Data extracts section start

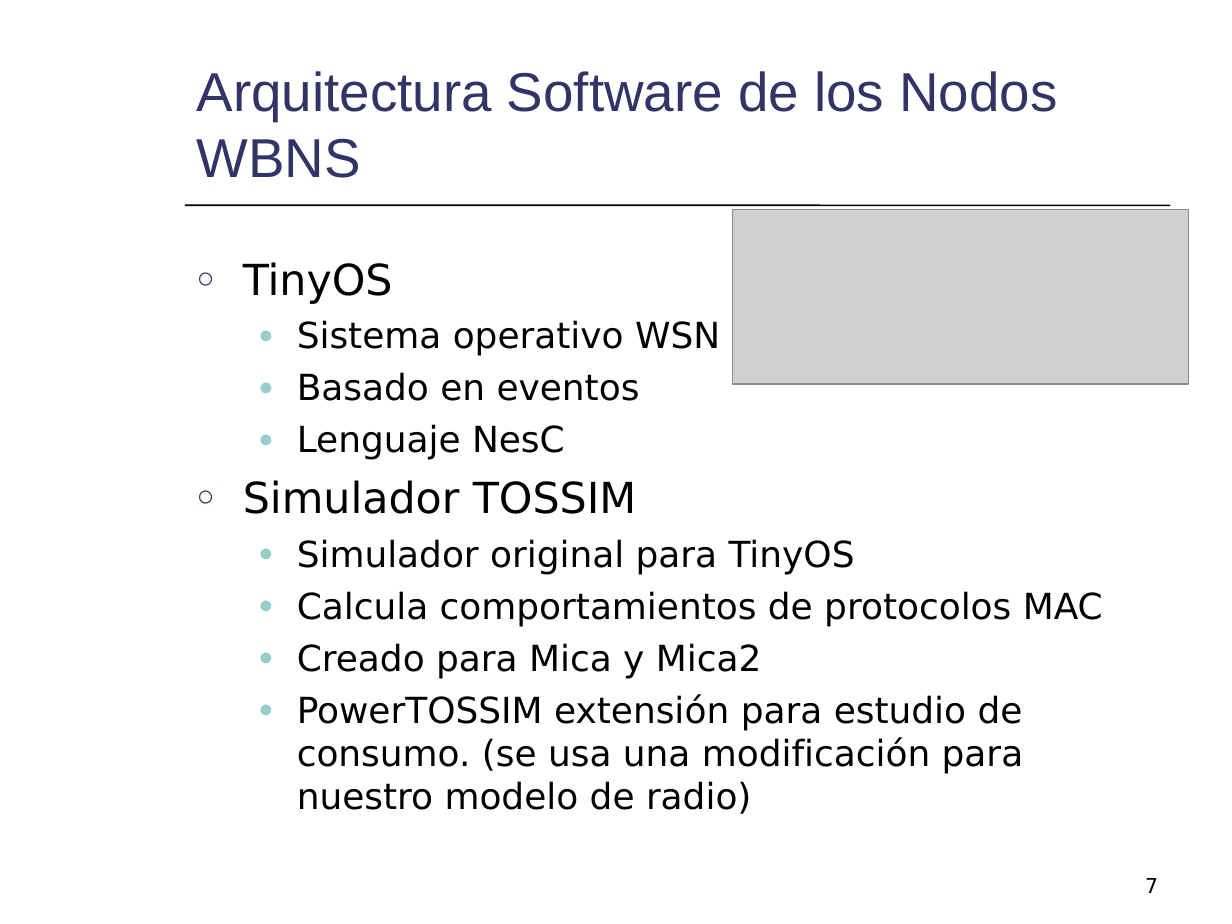
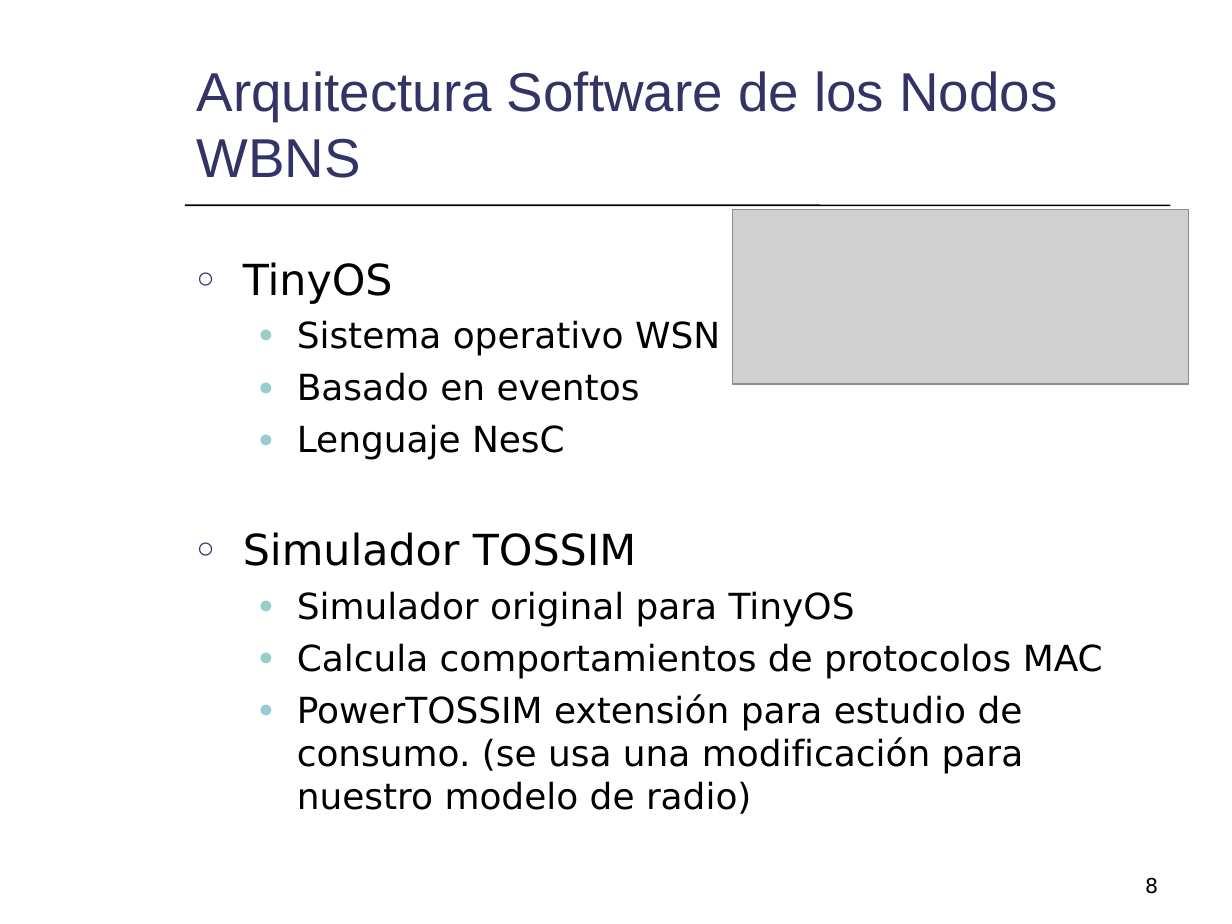
Before and after one commit to mmja/redsensores, a slide deck: slide 8 of Memoria/Consumo.ppt (slide 7 before the commit). Drawn at 1232x924 pixels with LibreOffice and Linux fonts; fonts in the diff are those of the drawing; grey boxes stand for pictures. Boxes give left, top, right and bottom in pixels: in the first picture for what was removed or moved away, otherwise in the second. Text is boxed around its words. In the diff, an @@ line names an element or a change of style, - is before the commit and + after.

```diff
--- a/Memoria/Consumo.ppt
+++ b/Memoria/Consumo.ppt
@@ text at (x1=297, y1=643, x2=762, y2=679): paragraph removed @@
-  ● Creado para Mica y Mica2
@@ page number at (x1=1145, y1=877, x2=1158, y2=894): text changed @@
-7
+8
```
Also in this commit, not shown: 5 other slides changed, 1 slide added.

Data extracts section end

> [Task item] For the word "changed", count the lines in the records that contain it. Give the number and no other words.

> [Answer to this problem] 2